Smog – ‘Knock Knock’

Smog - 'Knock Knock'
4.5

We’ve all thought about moving to the country at one time or another. And the moment when you genuinely think about it always sounds like ‘Let’s Move to the Country’, the opening track to the glorious Smog album Knock Knock. The modulating optimism but sparse vagary is a mark of the album’s triumph, where music is used to channel the emotive resonance of the album’s little vignettes like how fine prose pairs with a story, rather than simply being an orchestrated melody.

All the songs sound like they’re supposed to, which might not seem like the most glowing praise on paper, but it is a rare thing to find. The songwriter Mano McLaughlin once said, “The song is all,” meaning that when you write a track, that idea dictates everything that follows—you can’t think about whether it sounds like Revolver or it isn’t quite as muscular as the previous one you wrote, you just have to follow wherever that song goes.

Few albums have ever seemed to heed that advice quite like Knock Knock. That doesn’t make it a perfect record. Almost by virtue of that sincere pursuit, it makes it imperfect as the sound continually wavers from one track to the next, and occasionally, a track will guide Bill Callahan (the man behind Smog) down the wrong path. But it does make it a work of notable singularity, capable of creating moments of such honest encapsulation that they will endure for a lifetime.

There is a sense that the opener was recorded by a kitchen sink, the ambient reminiscence of walking around the streets where you grew up on ‘Teenage Spaceship’. There’s also the weird mystery of whatever ‘Sweet Treat’ is about. The feelings locked into these melodies and the way they play out feel endlessly relatable.

And yet, there is also a strange obscurity about the album, matched by its inscrutable and slightly garish cover.

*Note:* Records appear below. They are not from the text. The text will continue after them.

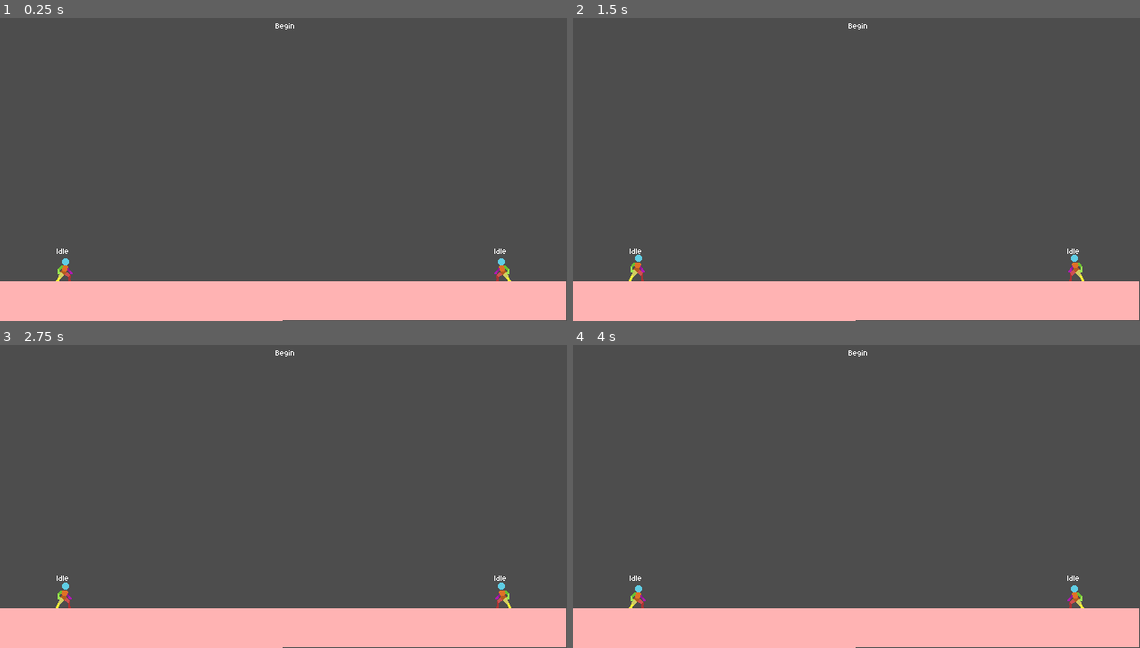
Above: before the commit, frames 1-4 (two rows, left to right).
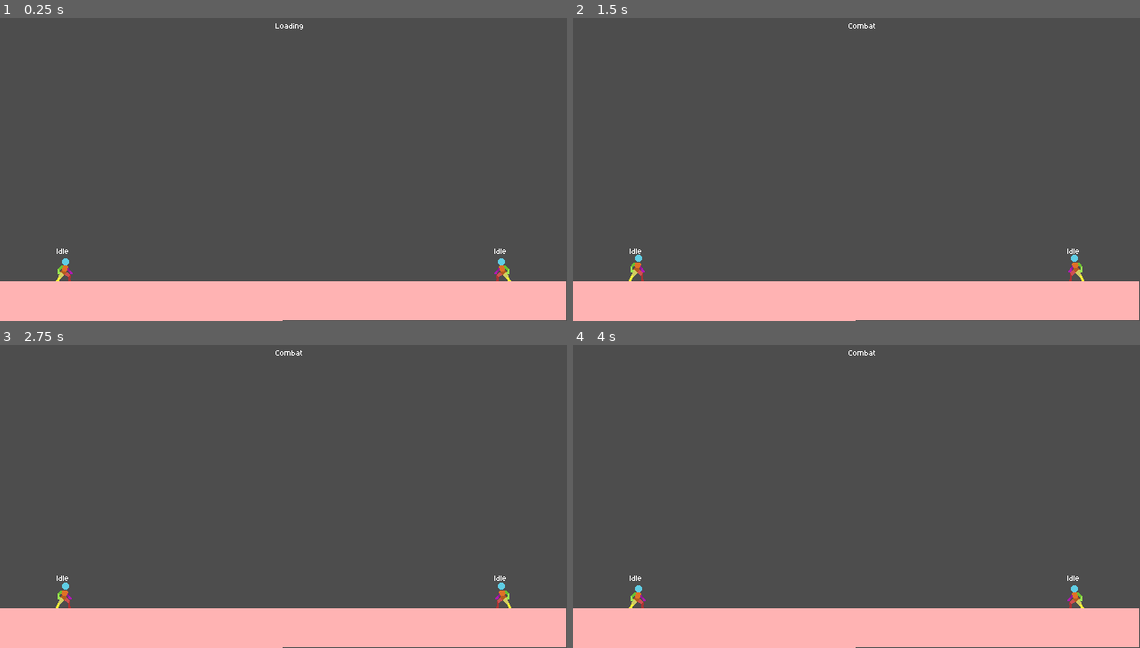
Above: after the commit, the same moments.

Repository: MasonHall9987/TTYD
Game: Godot game, scene res://scenes/combat/stage/stage.tscn
Two runs of this game, one before a commit and one after it. Both use one fixed random seed, a clock stepped at 60 frames per second and the inputs below. The project has no main scene, so this scene is started directly.
Inputs (mouse positions are in pixels of both pictures, inside the frame that each line leads up to):
- Up to frame 1 (0.25 s): no input
- Up to frame 2 (1.5 s): tap Enter at 0.5 s; move the mouse to (981, 145) at 0.52 s; hold D 0.53-1.28 s; tap Shift at 0.6 s; click (981, 145) at 0.67 s; tap Space at 0.77 s; move the mouse to (743, 178) at 1.27 s; hold S from 1.28 s (still down); tap J at 1.35 s
- Up to frame 3 (2.75 s): tap Space at 1.52 s; move the mouse to (340, 417) at 2.02 s; release S at 2.03 s; hold D from 2.03 s (still down); tap L at 2.1 s
- Up to frame 4 (4 s): move the mouse to (828, 554) at 2.77 s; release D at 2.78 s; hold W 2.78-3.53 s; tap I at 2.85 s; click (828, 554) at 2.92 s; tap Space at 3.02, 3.77 s; move the mouse to (1026, 535) at 3.52 s; hold A from 3.53 s (still down); tap K at 3.6 s

The runs differ from the first frame. In frame 1, less than 0.1% of the frame differs, in the area x 48-54%, y 1-4%; in frame 2, less than 0.1%; in frame 3, less than 0.1%; in frame 4, less than 0.1%.

Commit message:
Implement new attacking and selecting states for battlers; refactor state-label script and update scene references for improved state management.

Diff:
--- /dev/null
+++ b/scenes/combat/battlers/attacking.gd
@@ -0,0 +1,7 @@
+extends BattlerState
+
+
+# Called when the node enters the scene tree for the first time.
+func enter(previous_state_path: String, data := {}) -> void:
+	await delay(1.0)
+	finished.emit(IDLE, {})
--- a/scenes/combat/battlers/battler.tscn
+++ b/scenes/combat/battlers/battler.tscn
@@ -1,12 +1,14 @@
-[gd_scene load_steps=12 format=3 uid="uid://x35o1i6nqkpq"]
+[gd_scene load_steps=14 format=3 uid="uid://x35o1i6nqkpq"]
 
 [ext_resource type="Script" uid="uid://cn11fey64tfqw" path="res://scripts/combat/battler/battler.gd" id="1_o257m"]
 [ext_resource type="Texture2D" uid="uid://uxcd0f8ng60o" path="res://assets/visual/characters/2D-Pixel-Art-Character-Template/Idle/player_idle.png" id="2_6ul23"]
 [ext_resource type="Resource" uid="uid://c4gehjotk1t4g" path="res://resources/combat/battler.tres" id="2_mwk58"]
 [ext_resource type="Script" uid="uid://blj0qpfjdcneh" path="res://scripts/combat/battler/states/battler_state.gd" id="4_11srk"]
 [ext_resource type="PackedScene" uid="uid://b12b5hj5534k2" path="res://scenes/state_machine.tscn" id="4_c1480"]
-[ext_resource type="Script" uid="uid://cx5jdq3eej26w" path="res://scenes/combat/battlers/idle.gd" id="5_c1480"]
+[ext_resource type="Script" uid="uid://cx5jdq3eej26w" path="res://scripts/combat/battler/states/idle.gd" id="5_c1480"]
 [ext_resource type="PackedScene" uid="uid://dhcpl46y7syx7" path="res://scenes/sate-label.tscn" id="5_mwk58"]
+[ext_resource type="Script" uid="uid://udtdfjo631b7" path="res://scenes/combat/battlers/selecting.gd" id="6_2cboi"]
+[ext_resource type="Script" uid="uid://cv1o7cny6pwm1" path="res://scenes/combat/battlers/attacking.gd" id="7_5ge5b"]
 
 [sub_resource type="Animation" id="Animation_11srk"]
 length = 0.001
@@ -92,10 +94,10 @@
 script = ExtResource("5_c1480")
 
 [node name="Selecting" type="Node" parent="StateMachine"]
-script = ExtResource("4_11srk")
+script = ExtResource("6_2cboi")
 
-[node name="Attack" type="Node" parent="StateMachine"]
-script = ExtResource("4_11srk")
+[node name="Attacking" type="Node" parent="StateMachine"]
+script = ExtResource("7_5ge5b")
 
 [node name="Defend" type="Node" parent="StateMachine"]
 script = ExtResource("4_11srk")
--- /dev/null
+++ b/scenes/combat/battlers/selecting.gd
@@ -0,0 +1,11 @@
+extends BattlerState
+
+
+# Called when the node enters the scene tree for the first time.
+func _ready() -> void:
+	pass # Replace with function body.
+
+
+func enter(previous_state_path: String, data := {}) -> void:
+	await delay(1.0)
+	finished.emit(ATTACKING, {})
--- a/scenes/sate-label.tscn
+++ b/scenes/sate-label.tscn
@@ -1,7 +1,7 @@
 [gd_scene load_steps=4 format=3 uid="uid://dhcpl46y7syx7"]
 
 [ext_resource type="FontFile" uid="uid://cac52polenw5y" path="res://assets/visual/aseprite.otf" id="1_skrlm"]
-[ext_resource type="Script" uid="uid://ddryn64gigc8a" path="res://scenes/combat/battlers/state-label.gd" id="2_3wc67"]
+[ext_resource type="Script" uid="uid://ddryn64gigc8a" path="res://scripts/state-label.gd" id="2_3wc67"]
 
 [sub_resource type="LabelSettings" id="LabelSettings_2cboi"]
 font = ExtResource("1_skrlm")
--- a/scripts/base_state.gd
+++ b/scripts/base_state.gd
@@ -28,3 +28,12 @@
 ## to clean up the state.
 func exit() -> void:
 	pass
+
+func delay(duration: float) -> void:
+	var timer: Timer = Timer.new()
+	timer.wait_time = duration
+	timer.one_shot = true
+	add_child(timer)
+	timer.start()
+	await timer.timeout
+	timer.queue_free()
--- a/scripts/combat/stage/stage.gd
+++ b/scripts/combat/stage/stage.gd
@@ -6,10 +6,14 @@
 
 @export var player_scene: PackedScene
 @export var enemy_scene: PackedScene
+@export var player_starts_first: bool = true
 
 var player_battler: Battler
 var enemy_battler: Battler
 
+var turn_order: Array[Battler]:
+	get: return turn_order
+	set(value): turn_order = value
 
 # Called when the node enters the scene tree for the first time.
 func _ready() -> void:
--- a/scripts/combat/stage/states/begin.gd
+++ b/scripts/combat/stage/states/begin.gd
@@ -2,5 +2,19 @@
 
 
 # Called when the node enters the scene tree for the first time.
-func _ready() -> void:
-	pass # Replace with function body.
+
+@warning_ignore("unused_parameter")
+func enter(previous_state_path: String, data := {}) -> void:
+	determine_turn_order()
+	finished.emit(COMBAT, {})
+
+
+func determine_turn_order() -> void:
+	if player_starts_first:
+		print_debug("Player starts first")
+		turn_order.append(player_battler)
+		turn_order.append(enemy_battler)
+	else:
+		print_debug("Enemy starts first")
+		turn_order.append(enemy_battler)
+		turn_order.append(player_battler)
--- a/scripts/combat/stage/states/loading.gd
+++ b/scripts/combat/stage/states/loading.gd
@@ -3,6 +3,7 @@
 @warning_ignore("unused_parameter")
 func enter(previous_state_path: String, data := {}) -> void:
 	spawn_battlers()
+	await delay(1.0)
 	finished.emit(BEGIN, {})
 
 func spawn_battlers() -> void:
--- a/scripts/combat/stage/states/stage_state.gd
+++ b/scripts/combat/stage/states/stage_state.gd
@@ -14,6 +14,11 @@
 var stage: Node2D
 var player_spawner: Node2D
 var enemy_spawner: Node2D
+var player_starts_first: bool
+
+var turn_order: Array[Battler]:
+	get: return stage.turn_order
+	set(value): stage.turn_order = value
 
 var player_battler: Battler:
 	get: return stage.player_battler
@@ -31,3 +36,4 @@
 	enemy_spawner = stage.enemy_spawner
 	player_scene = stage.player_scene
 	enemy_scene = stage.enemy_scene
+	player_starts_first = stage.player_starts_first
Not shown, added: scenes/combat/battlers/attacking.gd.uid
Not shown, added: scenes/combat/battlers/selecting.gd.uid
Renamed: scenes/combat/battlers/idle.gd -> scripts/combat/battler/states/idle.gd
Renamed: scenes/combat/battlers/idle.gd.uid -> scripts/combat/battler/states/idle.gd.uid
Renamed: scenes/combat/battlers/state-label.gd -> scripts/state-label.gd
Renamed: scenes/combat/battlers/state-label.gd.uid -> scripts/state-label.gd.uid

But unlike the cover, that slight obfuscation only adds to the beauty — a beauty that imperfectly embodies the human comedy in its own little way. There’s hope, love, loss, moving on, anger, moving back, and myriad other emotions and happenings in a lifetime, all contained in ten strange songs that some people might dismiss as rubbish in a single listening, and they might even have a point.

But for fans of Callahan, with his warbling voice and penchant for repetition, the album has a homely feel, like a photo album. It’s too bittersweet at times to be blissful but too sincere and visceral to ever become dull.

Sweet and serene, even in its brief heavy moments, Knock Knock is a rare novelistic record that proves larger than its humble parts, pining for you to explore the depth beneath the vignettes and find your own corroborations as you plunge.